VMWare is a powerful tool, and monitoring is a critical service. How does one monitor such an integral piece of infrastructure, and what do they monitor it with? There are powerful commercial ways of monitoring VMware, however, for those with existing SNMP based systems in place, specifically cacti, there are options. To that end, I’ll set aside my strong distaste for SNMP [yet again], because those are for a larger, less useful series of posts.
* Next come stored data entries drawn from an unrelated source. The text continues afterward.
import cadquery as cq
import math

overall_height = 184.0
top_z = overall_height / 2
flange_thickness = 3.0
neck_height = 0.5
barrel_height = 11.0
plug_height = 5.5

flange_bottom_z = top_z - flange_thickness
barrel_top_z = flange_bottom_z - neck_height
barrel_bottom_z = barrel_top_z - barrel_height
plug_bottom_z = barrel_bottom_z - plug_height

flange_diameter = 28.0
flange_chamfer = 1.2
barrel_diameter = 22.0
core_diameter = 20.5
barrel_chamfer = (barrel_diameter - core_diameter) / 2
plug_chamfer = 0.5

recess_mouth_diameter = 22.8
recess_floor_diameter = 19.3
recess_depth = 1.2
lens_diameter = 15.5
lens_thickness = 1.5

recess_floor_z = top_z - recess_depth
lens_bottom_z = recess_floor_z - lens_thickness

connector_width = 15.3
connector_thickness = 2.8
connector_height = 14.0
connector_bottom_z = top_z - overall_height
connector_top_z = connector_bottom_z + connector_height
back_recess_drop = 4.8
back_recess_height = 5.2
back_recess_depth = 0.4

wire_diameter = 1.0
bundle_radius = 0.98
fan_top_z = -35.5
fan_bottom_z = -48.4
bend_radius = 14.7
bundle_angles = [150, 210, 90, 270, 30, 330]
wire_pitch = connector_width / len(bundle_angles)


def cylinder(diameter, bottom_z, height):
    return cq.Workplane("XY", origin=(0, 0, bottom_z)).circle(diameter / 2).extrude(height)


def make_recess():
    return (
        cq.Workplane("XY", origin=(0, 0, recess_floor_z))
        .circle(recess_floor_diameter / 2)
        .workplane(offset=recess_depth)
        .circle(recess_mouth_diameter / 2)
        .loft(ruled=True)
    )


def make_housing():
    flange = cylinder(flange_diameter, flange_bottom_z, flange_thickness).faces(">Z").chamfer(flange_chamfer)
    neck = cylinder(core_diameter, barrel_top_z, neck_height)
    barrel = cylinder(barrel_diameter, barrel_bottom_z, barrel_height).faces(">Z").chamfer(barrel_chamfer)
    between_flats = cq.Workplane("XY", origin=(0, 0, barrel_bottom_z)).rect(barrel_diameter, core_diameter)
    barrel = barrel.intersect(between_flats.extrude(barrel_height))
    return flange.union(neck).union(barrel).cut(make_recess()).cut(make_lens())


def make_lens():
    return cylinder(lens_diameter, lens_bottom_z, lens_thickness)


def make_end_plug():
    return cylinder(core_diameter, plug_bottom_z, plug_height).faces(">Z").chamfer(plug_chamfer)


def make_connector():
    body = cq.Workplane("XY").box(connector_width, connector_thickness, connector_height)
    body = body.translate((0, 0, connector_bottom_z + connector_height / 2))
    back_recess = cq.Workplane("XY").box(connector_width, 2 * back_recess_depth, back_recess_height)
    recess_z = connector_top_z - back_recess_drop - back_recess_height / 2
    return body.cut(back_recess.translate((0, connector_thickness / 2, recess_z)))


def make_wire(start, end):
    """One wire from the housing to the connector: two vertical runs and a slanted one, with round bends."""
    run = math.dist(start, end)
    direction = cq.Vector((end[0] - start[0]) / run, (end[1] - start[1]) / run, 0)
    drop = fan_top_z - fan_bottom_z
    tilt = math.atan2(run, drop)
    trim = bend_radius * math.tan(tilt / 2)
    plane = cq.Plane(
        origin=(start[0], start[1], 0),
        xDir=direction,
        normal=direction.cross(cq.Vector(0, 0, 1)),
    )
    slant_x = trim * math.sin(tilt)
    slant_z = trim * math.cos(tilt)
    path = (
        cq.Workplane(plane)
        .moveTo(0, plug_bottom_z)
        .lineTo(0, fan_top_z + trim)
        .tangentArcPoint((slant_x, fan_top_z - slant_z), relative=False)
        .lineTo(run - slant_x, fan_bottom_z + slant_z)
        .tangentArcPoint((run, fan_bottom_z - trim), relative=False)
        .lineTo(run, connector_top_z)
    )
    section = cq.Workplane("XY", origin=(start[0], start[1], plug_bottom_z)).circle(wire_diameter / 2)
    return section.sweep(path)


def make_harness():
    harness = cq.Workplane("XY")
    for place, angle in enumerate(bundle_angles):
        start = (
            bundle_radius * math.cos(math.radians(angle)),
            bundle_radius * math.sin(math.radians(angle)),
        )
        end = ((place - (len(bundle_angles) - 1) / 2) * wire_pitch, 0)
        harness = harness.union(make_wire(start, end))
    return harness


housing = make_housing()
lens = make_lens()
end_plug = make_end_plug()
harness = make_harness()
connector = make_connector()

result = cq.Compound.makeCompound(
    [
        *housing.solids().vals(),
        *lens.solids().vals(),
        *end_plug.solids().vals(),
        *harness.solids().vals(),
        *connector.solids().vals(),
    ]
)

Luckily for those of us that need it there exists in that vast wilderness we call the internet, a user contributed cacti template for monitoring basic functionality with SNMP and cacti and it is available here, and with the full thread being worth a read here. Since VMWare ESXi doesn’t have SNMP enabled (or really exposed from what I can tell), you have to do some CLI jockeying to make it work. Full disclosure, I’m not a vmware expert by any stretch of the imagination, but I have been hacking at it for a few years because it is low overhead to use comparatively speaking, offers a free version for my lab, makes a nice contrast to my KVM system and is widely deployed, so I want to understand it. Your mileage may vary with what I’ve got here.
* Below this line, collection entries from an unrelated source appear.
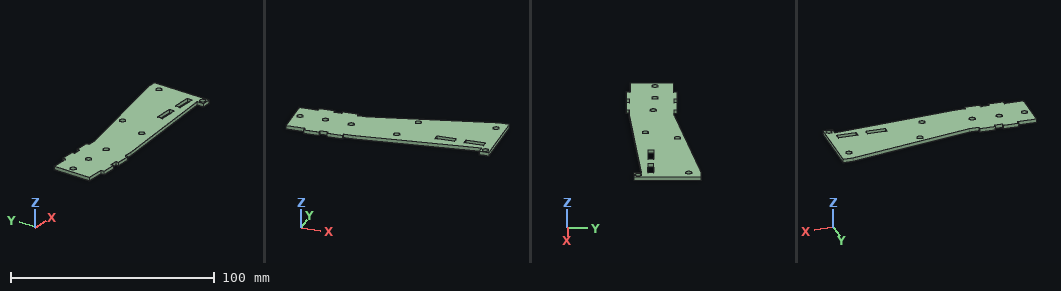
import cadquery as cq

length = 104.0
width = 37.2
thickness = 2.0

tab_span = 25.1
shank_inset = 1.9
notch_depth = 1.6
first_tab_start = 9.8
tab_length = 8.0
tab_gap = 4.1
taper_start = 34.6

end_land = 5.0
foot_bottom = 4.1
lower_taper_end = 7.8

hole_diameter = 3.0
hole_centers = [
    (3.4, 14.1),
    (16.4, 14.1),
    (30.1, 13.3),
    (54.7, 9.6),
    (60.7, 25.4),
    (length - end_land, 31.0),
    (length - end_land / 2, 6.2),
]

slot_length = 10.0
slot_width = 2.8
slot_gap = 5.0
slot_count = 2
slot_center_y = 12.4

first_tab_end = first_tab_start + tab_length
second_tab_start = first_tab_end + tab_gap
second_tab_end = second_tab_start + tab_length
taper_end = length - end_land


def shank_edge(inset_direction, tab_face):
    """Points along one shank side, from the free end to the taper."""
    shank_side = tab_face + inset_direction * shank_inset
    notch_floor = tab_face + inset_direction * notch_depth
    return [
        (0, shank_side),
        (first_tab_start, shank_side),
        (first_tab_start, tab_face),
        (first_tab_end, tab_face),
        (first_tab_end, notch_floor),
        (second_tab_start, notch_floor),
        (second_tab_start, tab_face),
        (second_tab_end, tab_face),
        (second_tab_end, notch_floor),
        (taper_start, notch_floor),
    ]


def plate():
    lower_edge = shank_edge(1, 0)
    wide_end = [
        (taper_end, lower_taper_end),
        (taper_end, foot_bottom),
        (length, foot_bottom),
        (length, width),
        (taper_end, width),
    ]
    upper_edge = shank_edge(-1, tab_span)
    outline = lower_edge + wide_end + upper_edge[::-1]
    return cq.Workplane("XY").polyline(outline).close().extrude(thickness)


def hole_cutters():
    return cq.Workplane("XY").pushPoints(hole_centers).circle(hole_diameter / 2).extrude(thickness)


def slot_cutters():
    last_center_x = taper_end - slot_length / 2
    pitch = slot_length + slot_gap
    centers = [(last_center_x - i * pitch, slot_center_y) for i in range(slot_count)]
    return cq.Workplane("XY").pushPoints(centers).rect(slot_length, slot_width).extrude(thickness)


result = plate().cut(hole_cutters()).cut(slot_cutters())

Enabling ssh is beyond the scope of this post but details can be found here. It’s fairly straightforward.vmware-snmp-device
Details of enabling SNMP for vmware 5.5 can be found here, essentially one simply needs to run the following commands from within an ssh session:
esxcli  system snmp set --communities <community>
esxcli system snmp set --port 161
esxcli system snmp set --enable true
Getting the cacti scripts in place is a little more involved, but it’s still pretty simple. Using the importer just add the new template. Screenshot 2015-01-10 10.09.09
 Once that is imported you’ll need to move some scripts into place within the cacti system as below (adjust your paths as needed; I moved them directly from my workstation into place)
scp ss_esxi_vhosts.php netmon:/var/lib/cacti/scripts/
scp cacte_esxi_template/resource/snmp_queries/* netmon:/usr/share/cacti/resource/snmp_queries/

Then adjust the template being used for your ESXi server or add it as a new host if it was not there already. The new template should show up in the list.
Once complete the cacti server should start graphing and checking uptime, etc. IF it does not, make sure the scripts are in place and have the correct permissions. It’s also useful (although not required) to add the additional parameters to the host.
Once complete, the cacti system should be able to baseline (and alert if so desited, using thresholds) on any of the newly added variables, including number of VMs, number of VMs using vmware tools, number of VMs running, disk space, processes, network traffic, etc.
vmware-create-graphs
 

I have yet to be able to get successful CPU graphs, but I suspect it is user error on my part and I’ve not investigated yet. Overall, I’d call it a pretty bigwin for anyone that has an existing cacti installation and wants to include their vmware system(s). It should also be said that the readme that accompanies the template is relatively useful.